__WHAT IS NEEDED__: Check each line of the material below for "close", then copy the ones that contain it.
▬▬▬▬▬▬▬▬▬▬
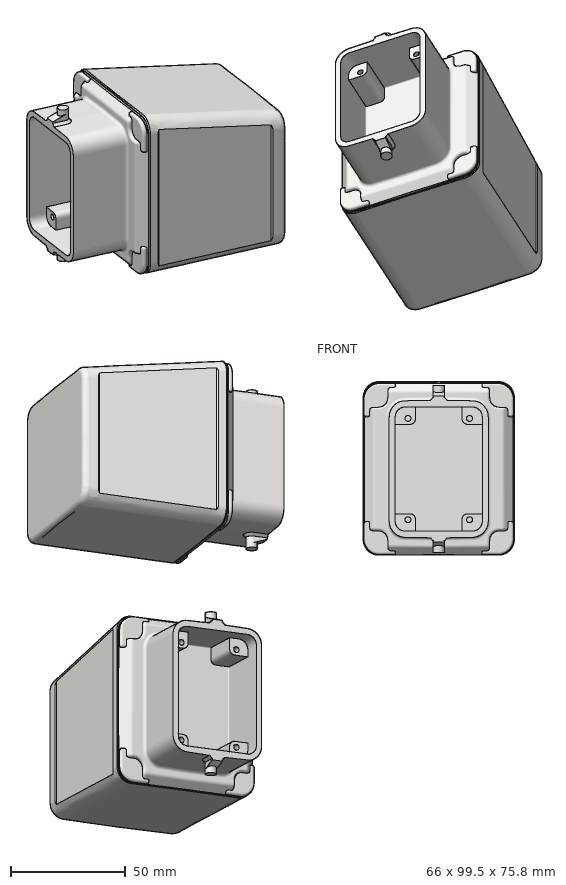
import cadquery as cq


length = 99.5
housing_width = 66.0
housing_half_width = housing_width / 2
housing_front_y = 31.4
housing_bottom = -37.5
housing_top_front = 38.2
housing_top_back = 26.1
ridge = 0.3
ridge_trim = 0.06
corner_radius = 7.0
back_radius = 2.5
front_chamfer = 0.6

panel_depth = 0.4
panel_run_out = 0.8
panel_front_y = 35.7
panel_back_y = 92.6

flange_inset = 0.3
flange_half_width = housing_half_width - flange_inset
flange_half_height = 37.4
flange_front_y = 26.9
flange_thickness = housing_front_y - flange_front_y
flange_chamfer = 4.4
flange_front_radius = 2.0
flange_land = 0.7
flange_corner_radius = corner_radius - flange_inset
pocket_edge_radius = 1.2

cap_front_y = 28.7
cap_thickness = 2.4
cap_edge_radius = 1.1
cap_size = 10.4
cap_inner_radius = 4.2
cap_tab_width = 2.6
cap_tab_top_reach = 13.9
cap_tab_side_reach = 14.6
cap_tab_end_radius = 0.9

shell_half_width = 21.6
shell_half_height = 29.6
shell_ridge = 0.4
shell_radius = 7.0
shell_wall = 2.6
shell_root_radius = 1.4
cavity_depth = 26.7
cavity_floor_radius = 0.5

post_front_y = 8.4
post_inner_x = 10.1
post_inner_z = 19.5
post_radius = 2.5
screw_x = 13.4
screw_z = 22.1
screw_diameter = 2.6
screw_depth = 9.9

pin_diameter = 5.0
pin_y = 6.4
pin_tip_z = 36.4
pad_top_z = 31.2
pad_flare = 1.4
pad_half_width = pin_diameter / 2 + pad_flare
pin_root_z = shell_half_height - shell_wall / 2
wedge_front_z = 31.8
wedge_back_z = 34.2

selection_margin = 0.1


def at_y(y):
    """Workplane facing the open end, placed at the given depth."""
    return cq.Workplane("XZ", origin=(0, y, 0))


def ridged_outline(plane, half_width, bottom, top, rise):
    """Rectangle whose top and bottom sides peak by `rise` at x = 0."""
    return plane.polyline([
        (-half_width, bottom), (0, bottom - rise), (half_width, bottom),
        (half_width, top), (0, top + rise), (-half_width, top),
    ]).close()


def ridged_block(half_width, half_height, rise, radius, back_y, depth):
    """Block with a ridged outline and rounded corners, running forward from back_y."""
    outline = ridged_outline(at_y(back_y), half_width, -half_height, half_height, rise)
    return outline.extrude(depth).edges("|Y").edges(">X or <X").fillet(radius)


def corner_box(x_from, x_to, z_from, z_to, y_from, y_to):
    """Box between the given limits."""
    size = (x_to - x_from, y_to - y_from, z_to - z_from)
    return cq.Workplane("XY").box(*size, centered=False).translate((x_from, y_from, z_from))


def in_four_corners(solid):
    """The solid from the +X +Z corner together with its three mirror images."""
    pair = solid.union(solid.mirror("YZ"))
    return pair.union(pair.mirror("XY"))


def make_housing():
    """Rounded box with a sloping top; the ridge shows only in its rounded back and front edges."""
    front = ridged_outline(
        at_y(housing_front_y), housing_half_width, housing_bottom, housing_top_front, ridge)
    front_and_back = ridged_outline(
        front.workplane(offset=housing_front_y - length),
        housing_half_width, housing_bottom, housing_top_back, ridge)
    housing = front_and_back.loft(ruled=True)
    housing = housing.edges("<X or >X").edges("not |Z").fillet(corner_radius)
    housing = housing.faces(">Y").edges().fillet(back_radius)
    housing = housing.faces("<Y").edges().chamfer(front_chamfer)
    flat_bottom = housing_bottom - ridge_trim
    flat_side = [
        (housing_front_y, flat_bottom), (housing_front_y, housing_top_front + ridge_trim),
        (length, housing_top_back + ridge_trim), (length, flat_bottom),
    ]
    flat = cq.Workplane("YZ").polyline(flat_side).close().extrude(length, both=True)
    return housing.intersect(flat)


def make_side_panel():
    """Cutter for the shallow panel in the +X side wall, with sloping front and back ends."""
    floor_x = housing_half_width - panel_depth
    outline = [
        (housing_half_width, panel_front_y), (floor_x, panel_front_y + panel_run_out),
        (floor_x, panel_back_y - panel_run_out), (housing_half_width, panel_back_y),
    ]
    return cq.Workplane("XY").polyline(outline).close().extrude(length, both=True)


def cap_square(y_front, y_back):
    """Square over the +X +Z flange corner with its inner corner rounded."""
    square = corner_box(
        flange_half_width - cap_size, flange_half_width,
        flange_half_height - cap_size, flange_half_height, y_front, y_back)
    return square.edges("|Y and <X and <Z").fillet(cap_inner_radius)


def make_flange():
    """Plate with bevelled sides, a pocket at each corner cap and a soft front edge."""
    flange = ridged_block(
        flange_half_width, flange_half_height + flange_land, ridge, flange_corner_radius,
        housing_front_y, flange_thickness)
    flange = flange.faces("<Y").edges().chamfer(flange_chamfer)
    flange = flange.faces("<Y").edges().fillet(flange_front_radius)
    flange = flange.intersect(ridged_block(
        flange_half_width, flange_half_height, 0, flange_corner_radius,
        housing_front_y, flange_thickness))
    flange = flange.cut(in_four_corners(cap_square(flange_front_y, cap_front_y)))
    pocket_x = flange_half_width - cap_size - selection_margin
    pocket_z = flange_half_height - cap_size - selection_margin
    for side_x in (-1, 1):
        for side_z in (-1, 1):
            pocket_zone = cq.selectors.BoxSelector(
                (side_x * pocket_x, flange_front_y - selection_margin, side_z * pocket_z),
                (side_x * flange_half_width, flange_front_y + selection_margin,
                 side_z * flange_half_height))
            flange = flange.edges(pocket_zone).fillet(pocket_edge_radius)
    return flange


def make_cap():
    """Corner cap: a square with two tabs along the flange sides and a rounded rim."""
    cap_back_y = cap_front_y + cap_thickness
    plate = ridged_block(
        flange_half_width, flange_half_height, 0, flange_corner_radius, cap_back_y, cap_thickness)
    plate = plate.faces("<Y or >Y").edges().fillet(cap_edge_radius)

    top_tab = corner_box(
        flange_half_width - cap_tab_top_reach, flange_half_width,
        flange_half_height - cap_tab_width, flange_half_height, cap_front_y, cap_back_y)
    side_tab = corner_box(
        flange_half_width - cap_tab_width, flange_half_width,
        flange_half_height - cap_tab_side_reach, flange_half_height, cap_front_y, cap_back_y)
    cap = plate.intersect(cap_square(cap_front_y, cap_back_y).union(top_tab).union(side_tab))
    for tab_end in ("<X", "<Z"):
        cap = cap.faces(tab_end).edges().fillet(cap_tab_end_radius)
    return cap


def make_shell():
    """Solid connector body, running from the flange to the open end."""
    return ridged_block(
        shell_half_width, shell_half_height, shell_ridge, shell_radius, flange_front_y, flange_front_y)


def make_cavity():
    """Rectangular cavity with rounded corners and a soft edge around its floor."""
    cavity = ridged_block(
        shell_half_width - shell_wall, shell_half_height - shell_wall, 0,
        shell_radius - shell_wall, cavity_depth, cavity_depth)
    return cavity.faces(">Y").edges().fillet(cavity_floor_radius)


def make_post():
    """Post filling the +X +Z corner of the cavity."""
    post = corner_box(
        post_inner_x, shell_half_width, post_inner_z, shell_half_height, post_front_y, cavity_depth)
    return post.edges("|Y and <X and <Z").fillet(post_radius)


def make_screw_hole():
    """Blind hole in the +X +Z post."""
    hole = at_y(post_front_y + screw_depth).center(screw_x, screw_z)
    return hole.circle(screw_diameter / 2).extrude(screw_depth)


def make_keying_pin():
    """Round pin on a flared pad, braced by a wedge towards the open end."""
    pad_plane = cq.Workplane("XY", origin=(0, 0, pin_root_z))
    pad = (
        pad_plane.moveTo(-pad_half_width, 0).lineTo(-pad_half_width, pin_y)
        .threePointArc((0, pin_y + pad_half_width), (pad_half_width, pin_y))
        .lineTo(pad_half_width, 0).close().extrude(pad_top_z - pin_root_z))
    pad = pad.faces(">Z").edges("not <Y").chamfer(pad_flare)

    wedge_side = [(0, pin_root_z), (0, wedge_front_z), (pin_y, wedge_back_z), (pin_y, pin_root_z)]
    wedge = cq.Workplane("YZ").polyline(wedge_side).close().extrude(pin_diameter / 2, both=True)
    pin = pad_plane.center(0, pin_y).circle(pin_diameter / 2).extrude(pin_tip_z - pin_root_z)
    return pad.union(wedge).union(pin)


def round_shell_root(body):
    """Fillet where the connector shell leaves the flange."""
    reach_x = shell_half_width + selection_margin
    reach_z = shell_half_height + shell_ridge + selection_margin
    root = cq.selectors.BoxSelector(
        (-reach_x, flange_front_y - selection_margin, -reach_z),
        (reach_x, flange_front_y + selection_margin, reach_z))
    return body.edges(root).fillet(shell_root_radius)


panel = make_side_panel()
result = make_housing().cut(panel).cut(panel.mirror("YZ"))
result = result.union(make_flange()).union(in_four_corners(make_cap()))
result = round_shell_root(result.union(make_shell()))

result = result.cut(make_cavity().cut(in_four_corners(make_post())))
result = result.cut(in_four_corners(make_screw_hole()))

keying_pin = make_keying_pin()
result = result.union(keying_pin).union(keying_pin.mirror("XY"))
▬▬▬▬▬▬▬▬▬▬
__ANSWER TO THIS TASK__:
    ]).close()
    flat = cq.Workplane("YZ").polyline(flat_side).close().extrude(length, both=True)
    return cq.Workplane("XY").polyline(outline).close().extrude(length, both=True)
        .lineTo(pad_half_width, 0).close().extrude(pad_top_z - pin_root_z))
    wedge = cq.Workplane("YZ").polyline(wedge_side).close().extrude(pin_diameter / 2, both=True)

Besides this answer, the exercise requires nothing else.